The fortress and area around Verdun were not an important strategic target, but held great value in the hearts and minds of the French.  The Germans chose to attack there, simply because they knew the French would spare nothing to defend there.  In that they were absolutely right. 
To get an idea of the scale of the violence of the initial assault, in the first two days of the offensive, The Germans hurled over two million high-explosive artillery shells into a seven-mile stretch of French defenses near Verdun, killing tens of thousands of French soldiers.  Pause for a minute to consider the sound of millions of artillery shells exploding all around you, for days at a time. 
Because of their incredible advantage of men, artillery, and airpower, the Germans were able to advance a few miles in the first few weeks.  But ultimately, they were stopped short of Verdun itself.  The battle continued for ten months, making Verdun the longest single battle in the history of Western Europe. 
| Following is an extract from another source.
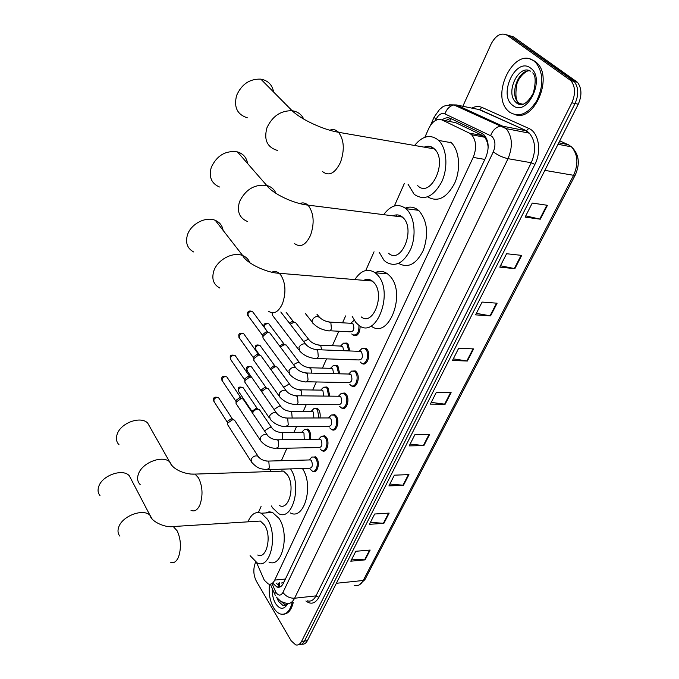 <?xml version="1.0" encoding="UTF-8"?>
<svg xmlns="http://www.w3.org/2000/svg" width="679" height="679" viewBox="0 0 679 679"><rect width="100%" height="100%" fill="white"/><g stroke="black" fill="none" stroke-linecap="round" stroke-linejoin="round"><path stroke-width="1.02" d="M307.646 429.035L309.081 430.376C310.642 432.846 311.101 435.825 310.43 439.305M313.893 408.58L317.161 408.232L318.502 409.471C320.021 411.763 320.513 414.589 319.996 417.958M323.493 387.276L326.896 386.971L328.135 388.116L329.748 396.137M333.304 365.506L336.852 365.251L337.981 366.295L339.704 373.815M343.345 343.243L347.028 343.048L348.038 343.981L349.855 350.967M353.615 320.48L354.132 320.149M321.43 436.266L324.783 435.842L326.268 437.217C330.198 442.131 326.769 453.58 322.253 450.737L321.685 450.364M331.208 415.039L334.705 414.665L336.088 415.938C340.179 420.878 336.487 432.676 331.844 429.629L331.293 429.247M341.214 393.345L344.856 393.022L346.129 394.185C350.381 399.159 346.417 411.313 341.647 408.045L344.728 408.054M351.442 371.158L355.244 370.887L356.39 371.939C360.821 376.938 356.56 389.474 351.663 385.978L351.128 385.579M315.073 456.568L316.66 458.036C320.437 462.917 317.246 474.044 312.858 471.396L312.281 471.031M361.915 348.463L365.871 348.251L366.889 349.184C371.506 354.209 366.923 367.144 361.899 363.401L361.381 363.002M256.62 562.721L264.284 580.172L268.222 583.932C270.845 584.78 273.017 583.499 274.732 580.087L473.195 157.409C476.836 148.175 476.327 140.638 471.659 134.782L469.359 133.126L442.284 120.073C436.987 118.265 432.464 121.1 428.712 128.577L424.85 137.294M488.176 147.199L487.514 142.785L485.069 137.294L482.905 135.673L455.685 122.661L452.036 121.957M369.775 280.834L370.471 279.969M398.921 216.593L399.897 215.489M284.034 581.962L281.446 583.049L283.712 582.633M488.125 147.08L488.159 147.683M433.338 148.022L433.049 148.684M404.277 183.653L394.389 205.949M374.053 251.79L365.752 270.514M345.603 315.93L342.547 322.814M338.813 331.225L332.387 345.713M326.557 358.86L322.457 368.103M316.312 381.963L312.747 389.992M306.297 404.54L303.25 411.415M296.502 426.616L293.948 432.37M286.928 448.199L281.369 460.727M261.059 506.517L258.41 512.475M360.159 326.115C359.887 333.423 357.604 336.478 353.326 335.29L356.602 335.451M273.043 583.448L276.913 587.021C279.544 587.853 281.717 586.58 283.44 583.21L485.723 157.562C489.389 148.387 488.88 140.876 484.195 135.036L481.835 133.339L450.516 118.435C447.758 117.212 444.923 117.722 442.029 119.954M280.308 586.817L276.073 583.142M462.84 106.272L491.129 43.991C495.823 35.181 501.17 32.269 507.179 35.249L570.997 80.708C575.385 86.623 575.665 93.982 571.837 102.784L301.552 641.434C300.016 644.329 298.056 645.474 295.679 644.889L291.121 640.721L256.339 581.148C253.428 575.189 253.063 569.197 255.253 563.171L255.703 562.195M506.373 34.748L513.468 36.887L577.413 82.244C581.801 88.143 582.081 95.467 578.253 104.218L307.4 640.636L304.481 641.035C303.004 643.819 301.111 644.991 298.819 644.541C301.111 644.991 303.004 643.819 304.481 641.035L575.054 103.497L304.481 641.035L301.552 641.434M575.758 80.776L572.558 80.003L574.213 81.48C578.601 87.387 578.881 94.729 575.054 103.497C578.881 94.729 578.601 87.387 574.213 81.48L510.336 36.072L572.558 80.003L569.35 79.231M445.229 120.641L450.5 118.426M430.961 148.073L431.471 146.936M547.452 205.304L532.251 203.063L525.122 217.119L540.306 219.198L547.452 205.304M525.75 215.88L540.306 219.198M521.693 255.389L506.576 253.725L499.778 267.136L514.877 268.646L521.693 255.389M500.482 265.752L514.877 268.646M497.104 303.199L482.082 302.07L475.589 314.869L490.586 315.871L497.104 303.199M476.352 313.367L490.586 315.871M473.603 348.904L458.681 348.251L452.477 360.49L467.373 361.016L473.603 348.904M453.3 358.868L467.373 361.016M370.148 550.058L355.796 551.28L350.78 561.185L365.098 559.878L370.148 550.058M351.815 559.14L365.098 559.878M389.16 513.095L374.681 514.011L369.452 524.324L383.898 523.322L389.16 513.095M370.454 522.346L383.898 523.322M408.953 474.604L394.363 475.173L388.914 485.926L403.47 485.264L408.953 474.604M389.873 484.025L403.47 485.264M429.586 434.484L414.886 434.679L409.199 445.891L423.874 445.594L429.586 434.484M410.124 444.074L423.874 445.594M451.119 392.615L436.3 392.411L430.367 404.115L445.152 404.217L451.119 392.615M431.241 402.392L445.152 404.217M307.4 640.636C305.923 643.412 304.031 644.583 301.739 644.142M292.182 602.519C289.891 611.38 285.986 615.208 280.444 614.003C277.855 613.137 275.555 611.015 273.544 607.62C269.809 600.694 268.468 592.886 269.521 584.203M293.269 602.392C291.461 609.818 288.295 613.757 283.763 614.189M131.387 479.739L129.324 475.809C122.916 468.111 102.071 475.342 98.718 486.588C97.53 490.153 97.954 493.158 99.991 495.611M257.706 555.032C266.567 559.64 272.092 536.155 264.623 525.156L260.38 521.056L255.499 521.362M247.954 521.837C251.247 514.037 255.677 511.16 261.228 513.205L267.339 519.112C278.365 535.179 270.267 569.74 257.299 563.027L250.076 555.66M265.582 512.951L269.147 511.813L272.321 512.306L279.018 518.391C290.137 534.331 281.997 568.663 268.918 562.017M150.441 427.914L147.615 422.958C140.434 415.675 120.556 422.992 117.144 434.322C115.761 438.532 116.389 442.021 119.029 444.77M279.358 505.524C288.923 511.049 295.543 485.909 287.319 474.714L283.525 471.099L277.915 471.294M290.553 468.883C302.214 485.638 292.386 521.548 278.628 513.638L272.457 507.739L271.422 505.957M302.384 468.502C314.139 485.12 304.26 520.785 290.391 512.942M270.055 471.557L271.031 469.529M281.726 471.167L281.997 470.555M223.085 230.351C222.347 225.64 219.758 222.322 215.319 220.378C205.975 216.143 190.986 223.824 187.506 234.73C185.206 242.632 187.226 248.37 193.574 251.934M361.16 316.872C373.161 326.786 385.434 294.168 373.832 282.472L372.304 281.047C369.58 279.077 366.745 278.84 363.783 280.334M354.837 279.587C360.999 270.276 367.797 268.001 375.232 272.788L377.32 274.723C394.457 291.8 376.412 339.78 358.885 325.326L355.83 322.483L352.163 316.329M375.08 272.669C379.425 270.582 383.584 270.989 387.565 273.883L389.67 275.81C406.916 292.768 388.795 340.357 371.141 326.005M367.042 280.614L367.848 279.366M370.233 280.877L370.836 280.138M247.572 163.503C246.613 157.57 243.243 153.7 237.463 151.909C225.691 150.297 216.966 155.415 211.296 167.272C208.648 176.896 211.373 183.466 219.461 186.997M388.575 253.275C401.213 264.912 415.938 229.375 403.02 217.628L402.375 217.025C399.473 214.657 396.341 214.267 392.98 215.846M383.694 214.674C390.773 205.05 398.191 203.055 405.949 208.665L406.721 209.387C414.529 216.932 416.465 235.316 410.812 248.93C403.64 263.308 395.271 267.611 385.706 261.831L383.881 260.142L379.247 252.325M405.295 208.13C410.006 206.263 414.394 206.993 418.434 210.32L419.223 211.033C427.278 220.947 428.712 233.882 423.518 249.847C416.558 264.097 408.257 268.621 398.598 263.401M396.061 216.236L397.028 214.887M399.388 216.652L400.304 215.667M273.612 92.038C272.279 84.782 268.018 80.487 260.821 79.137C249.736 78.73 241.673 84.154 236.632 95.4C233.644 107.104 237.183 114.556 247.258 117.756M417.687 185.639C430.664 199.023 448.31 161.144 434.39 148.913L434.076 148.616C431.114 146.095 427.821 145.612 424.214 147.148M414.759 145.264C422.482 135.902 430.24 134.094 438.023 139.84L438.676 140.443C446.918 148.311 448.344 167.874 441.63 182.065C433.227 197.003 424.078 201.086 414.165 194.304L408.037 184.213M450.661 142.115L451.314 142.717C459.42 150.382 461.024 169.181 454.675 183.194C446.723 198.005 437.717 202.563 427.651 196.859M533.855 60.974L536.198 63.062C543.539 73.298 543.701 85.902 536.682 100.882C528.041 114.072 518.985 117.823 509.505 112.12L508.164 110.932C490.051 94.975 514.453 45.968 533.855 60.974M529.993 59.065L535.052 61.271L537.403 63.359C552.969 78.399 534.178 121.431 515.556 114.785M309.115 459.955L310.609 459.912L311.508 460.752C313.078 465.387 312.365 467.89 309.361 468.272L268.205 469.622M310.082 458.953L311.856 457.035L314.216 457.052L315.701 458.435C319.24 463.01 316.244 473.441 312.136 470.954L310.583 469.52M250.814 460.973L227.482 424.46L227.72 423.042L232.693 419.639L234.535 420.123L235.333 421.353M227.473 424.086L227.601 421.243L231.183 418.799L232.948 419.639M318.646 439.177L320.225 439.152L321.065 439.933C322.678 444.669 321.922 447.206 318.799 447.554L277.499 448.395M319.563 438.269L321.456 436.249L323.9 436.317L325.3 437.607C328.984 442.216 325.767 452.961 321.532 450.287L320.072 448.938M259.93 439.669L236.054 403.521L236.292 401.993L241.113 398.573L243.074 399.014L243.956 400.33M236.037 403.063L236.156 400.22L239.628 397.758L241.503 398.565M328.398 417.941L330.053 417.941L330.843 418.663C332.489 423.492 331.692 426.064 328.449 426.378L287.005 426.684M329.256 417.127L331.276 415.005L333.813 415.132L335.112 416.329C338.94 420.963 335.485 432.022 331.131 429.162L329.773 427.906M269.257 417.882L244.822 382.124L245.06 380.478L249.719 377.04L251.79 377.439L252.775 378.857M244.796 381.59L244.89 378.746L248.251 376.268L250.228 377.006M338.363 396.23L340.111 396.256L340.833 396.918C342.522 401.849 341.673 404.446 338.303 404.726L296.715 404.489M339.161 395.509L341.325 393.294L343.947 393.481L345.144 394.575C349.125 399.235 345.407 410.634 340.943 407.57L339.687 406.415M278.797 395.602L253.776 360.269L254.014 358.495L258.504 355.049L260.694 355.38L261.788 356.899M238.872 334.84L239.67 338.405L253.657 358.096L253.827 356.789L257.069 354.311L259.106 354.93M348.565 374.027L351.043 374.681C352.774 379.714 351.883 382.353 348.378 382.583L306.653 381.768M349.286 373.416L351.612 371.082L354.319 371.337L355.397 372.321C359.547 377.015 355.55 388.77 350.967 385.485L349.821 384.433M288.558 372.813L262.943 337.93L263.172 336.012L267.484 332.566L269.784 332.829L270.997 334.45M262.892 337.191L262.96 334.34L266.075 331.861L268.163 332.362M358.996 351.323L361.5 351.934C363.265 357.078 362.323 359.751 358.682 359.938L316.821 358.529M359.649 350.805L362.136 348.361L364.929 348.692L365.888 349.566C370.208 354.285 365.913 366.414 361.211 362.9L360.184 361.958M298.548 349.49L272.313 315.09L272.627 312.824M301.688 432.285L303.157 432.268L303.971 433.032L304.234 439.398M252.495 413.027L252.613 410.829L256.11 408.402L259.429 409.641L260.261 410.88M302.707 431.301L304.523 429.417L306.781 429.501L308.13 430.758C309.624 433.151 310.031 436.003 309.344 439.321M252.596 413.18C253.403 410.931 255.083 409.607 257.638 409.216L257.842 409.216M311.05 411.423L312.586 411.423L313.35 412.136L313.885 417.975M261.593 391.537L266.287 388.184L268.171 388.566L269.105 389.882M312.009 410.523L313.953 408.554L316.287 408.682L317.543 409.853L318.909 417.967M261.194 390.977L261.381 389.839L264.776 387.395L266.601 388.133M320.615 390.111L322.228 390.136L322.932 390.79L323.679 396.069M270.853 369.512L275.114 366.694L277.1 367.025L278.127 368.434M321.523 389.296L323.594 387.234L326.005 387.42L327.168 388.498L328.661 396.129M270.242 368.655L273.62 365.939L275.513 366.575M330.393 368.324L332.727 368.969L333.627 373.662M280.376 347.045L284.128 344.737L286.224 345.008L287.353 346.511M331.242 367.602L333.457 365.438L335.944 365.692L337.005 366.668L338.609 373.781M279.672 346.103L282.659 344.015L284.594 344.542M340.4 346.052L342.742 346.655L343.744 350.729M290.162 324.112L294.38 322.219L295.543 322.5L296.782 324.104M341.181 345.424L343.54 343.158L346.103 343.472L347.054 344.355L348.751 350.924M289.407 323.145L291.894 321.617L293.871 322.024M350.627 323.272L352.987 323.849C354.71 328.95 353.767 331.607 350.169 331.81L329.884 330.775M358.945 325.36C359.047 332.642 356.95 335.782 352.647 334.781L351.739 333.949M351.34 322.737L354.217 320.276M487.76 142.267L487.514 142.785M279.442 582.803L279.476 586.503M451.212 118.766L449.337 121.439M285.426 579.043L274.732 580.087M455.685 122.661L442.284 120.073M482.905 135.673L469.359 133.126M484.84 159.412L473.195 157.409M271.99 583.55L275.92 592.377C278.475 595.975 280.817 595.992 282.956 592.428L493.31 151.841C495.882 145.298 495.398 140.12 491.842 136.318L444.915 113.885C441.409 112.706 438.413 114.598 435.91 119.563L435.511 120.455M449.142 104.812L456.441 104.956L502.672 126.158L506.144 128.628C512.382 136.513 513.01 146.528 508.028 158.674L294.593 598.233C292.318 602.596 289.458 604.259 285.995 603.215L280.851 601.441L276.336 597.096M471.829 108.114C475.376 106.264 478.78 106.043 482.048 107.443L528.763 128.407C538.651 132.32 541.918 151.078 534.891 164.428L318.867 597.308L315.99 595.873L294.593 598.233C289.721 598.335 285.842 596.4 282.956 592.428M493.31 151.841C497.69 155.177 502.596 157.46 508.028 158.674L531.258 162.748C536.257 150.814 535.621 140.96 529.331 133.169L525.835 130.716L502.672 126.158L500.058 126.167C495.763 127.279 492.64 130.41 490.671 135.571M318.867 597.308C315.268 603.606 310.948 604.828 305.881 600.974M307.273 600.813C310.787 601.832 313.69 600.185 315.99 595.873L531.258 162.748L534.891 164.428M571.837 102.784L578.253 104.218M507.179 35.249L510.336 36.072M528.763 128.407L526.437 130.724L529.331 133.169L506.144 128.628L453.886 104.939L456.441 104.956L475.232 108.81M474.714 108.708L479.815 109.642L526.437 130.724L479.221 109.633L482.048 107.443M435.91 119.563L434.187 117L439.644 109.277C442.767 107.672 441.299 105.101 453.886 104.939C449.719 105.958 446.723 108.937 444.915 113.885M430.494 125.309L434.356 116.618M275.292 591.137L274.893 594.592L275.436 595.644M474.265 113.13L472.431 113.469M477.592 114.658L476.497 115.226M569.452 145.289L559.751 140.85M558.019 144.279L571.506 146.868C579.06 154.192 580.324 163.571 575.274 175.004L573.602 175.309C578.601 163.851 577.897 154.371 571.506 146.868L568.153 144.61L558.766 142.794M354.183 585.391C357.841 586.393 360.855 584.763 363.24 580.486L365.09 579.306L575.198 175.165M336.36 583.278L363.24 580.486L573.602 175.309L544.847 170.37M450.559 392.606L444.618 404.175M429.035 434.492L423.34 445.568M408.402 474.629L402.944 485.247M388.609 513.137L383.372 523.322M369.605 550.1L364.581 559.886M473.042 348.879L466.829 360.965M496.536 303.157L490.043 315.803M521.124 255.321L514.326 268.561M546.884 205.219L539.746 219.096M285.299 605.218L282.702 605.244L278.543 601.416L277.024 598.021M287.837 603.555C284.102 609.886 279.994 609.869 275.504 603.495C273.136 599.234 272.075 594.295 272.313 588.659M284.535 605.566L284.068 605.091M285.545 605.048L281.479 601.806M170.616 562.22C173.765 563.519 176.396 561.788 178.509 557.026C181.429 548.072 180.987 539.355 177.177 530.876L173.247 526.531L169.012 526.615M119.894 536.138C117.849 533.728 117.459 530.715 118.723 527.108C122.33 515.726 143.787 507.968 150.212 515.556L152.189 519.121M191.003 510.319C194.567 511.966 197.572 510.073 199.999 504.658C203.089 495.237 202.605 486.325 198.557 477.923L195.026 474.103L190.179 474.044M140.171 484.568C137.514 481.861 136.929 478.364 138.406 474.086C142.081 462.603 162.561 454.786 169.792 461.958L172.458 466.227M268.502 311.254C273.815 314.666 278.483 312.128 282.498 303.623C286.283 292.301 285.647 282.676 280.597 274.757L279.154 273.264C276.845 271.379 274.401 271.031 271.838 272.203M219.835 288.049C213.376 284.543 211.407 278.755 213.91 270.675C217.679 259.531 233.203 251.434 242.717 255.576C246.222 256.993 248.59 259.386 249.838 262.739M294.652 243.685C300.551 247.835 305.847 245.034 310.541 235.29C314.581 223.272 313.885 213.418 308.47 205.729L307.867 205.1C305.389 202.851 302.69 202.342 299.779 203.573M247.58 221.532C239.339 218.086 236.665 211.432 239.56 201.578C245.611 189.39 254.667 184.017 266.737 185.46C271.201 186.691 274.274 189.322 275.963 193.371M322.525 171.575C329.026 176.557 335.027 173.451 340.51 162.273C344.754 149.821 344.1 139.832 338.549 132.295L338.252 131.989C335.715 129.604 332.88 129.01 329.756 130.215M277.448 150.441C267.161 147.335 263.664 139.772 266.957 127.762C272.364 116.168 280.758 110.499 292.148 110.736C297.64 111.551 301.51 114.344 303.759 119.105M523.28 104.303L516.549 102.826L515.616 101.994C505.057 92.548 518.654 63.818 530.503 71.142M530.503 68.027C546.222 78.314 526.929 117.917 512.73 105.338C497.809 95.102 515.777 56.484 530.503 68.027M521.693 104.693L518.383 102.597C509.292 94.508 518.23 69.496 529.917 70.854M517.44 103.802L516.558 102.198M227.431 422.397L214.241 401.883L213.8 399.829C215.107 397.733 216.72 397.054 218.638 397.801L219.215 398.683M213.681 398.598L213.8 399.829M266.626 461.083L267.984 461.092L268.859 461.958L269.342 468.052L266.762 469.664C261.407 468.731 258.326 469.503 251.586 462.178L251.145 459.106C253.174 456.254 255.474 455.295 258.054 456.237L258.826 457.374M235.986 401.425L222.534 381.174L222.041 379.001C223.315 376.913 224.919 376.225 226.845 376.93L227.49 377.889M221.897 377.796L222.041 379.001M275.937 439.771L277.372 439.805L278.195 440.612L278.696 446.757L275.98 448.42C269.784 448.038 264.725 445.551 260.795 440.968L260.278 437.734C262.264 434.891 264.555 433.915 267.144 434.815L268.01 436.02M244.729 379.994L231.004 360.014L230.453 357.731C231.7 355.652 233.296 354.947 235.223 355.609L235.936 356.636M230.3 356.543L230.453 357.731M285.469 417.984L286.979 418.043L287.735 418.782L288.252 424.978L285.392 426.701C279.239 426.251 274.18 423.772 270.217 419.283L269.622 415.887C271.558 413.053 273.832 412.06 276.438 412.9L277.388 414.182M295.221 395.687L297.504 396.46L298.03 402.706C297.241 404.497 296.239 405.083 295.026 404.472C288.906 403.954 283.847 401.493 279.858 397.096L279.171 393.531C281.072 390.714 283.33 389.704 285.935 390.484L286.988 391.834M239.042 336.003C240.264 333.932 241.843 333.211 243.778 333.83L244.567 334.934M262.79 335.706L248.531 316.321L247.827 313.8C249.015 311.737 250.576 310.999 252.52 311.576L253.386 312.747M247.64 312.654L247.827 313.8M305.202 372.881L307.494 373.62L308.037 379.909C307.205 381.793 306.153 382.404 304.879 381.734C298.794 381.148 293.744 378.704 289.738 374.409L288.948 370.658C290.799 367.865 293.039 366.83 295.654 367.551L296.808 368.969M315.421 349.532L317.713 350.237L318.281 356.585C317.39 358.563 316.287 359.191 314.963 358.47C308.911 357.799 303.878 355.38 299.846 351.196L298.947 347.258C300.755 344.474 302.97 343.421 305.584 344.075L306.857 345.56M252.452 412.043L238.872 391.868L238.414 389.763C239.687 387.717 241.257 387.03 243.124 387.709L243.727 388.6M238.27 388.532L238.414 389.763M264.793 431.309L265.09 430.494L270.123 427.269L271.71 427.685L272.525 428.814M280.249 432.464L281.598 432.506L282.396 433.278L282.651 439.729M251.663 377.363L247.368 371.184L246.859 368.969C248.098 366.932 249.66 366.227 251.536 366.872L252.206 367.823M246.689 367.755L246.859 368.969M274.07 409.496L279.247 406.059L280.75 406.441L281.641 407.638M289.5 411.338L290.918 411.389L291.664 412.111L292.191 418.026M259.624 355.032L256.051 350.067L255.474 347.733C256.696 345.704 258.241 344.991 260.116 345.594L260.863 346.613M255.296 346.545L255.474 347.733M298.964 389.729L301.137 390.476L301.866 395.832M283.635 387.285L288.575 384.382L289.975 384.73L290.96 385.986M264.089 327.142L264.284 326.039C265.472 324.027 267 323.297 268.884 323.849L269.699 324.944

In the end the French ‘won’ the Battle of Verdun – by the only standards that mattered in that war of wholesale slaughter fighting over feet and inches.  After their initial losses, the French defenders regained all the ground that had been lost.  But in ten months of fighting, as many French and German soldiers were killed in action in that seven mile battle front as in the Union and Confederacy combined in the entire four years of the American Civil War – even heavy fighting continued elsewhere all along the Western Front.

Verdun was the longest duration battle ever to take place in Western Europe, and, despite terribly lopsided odds against them, the French army prevailed. 
Hardly what one would expect of ‘surrender monkeys’.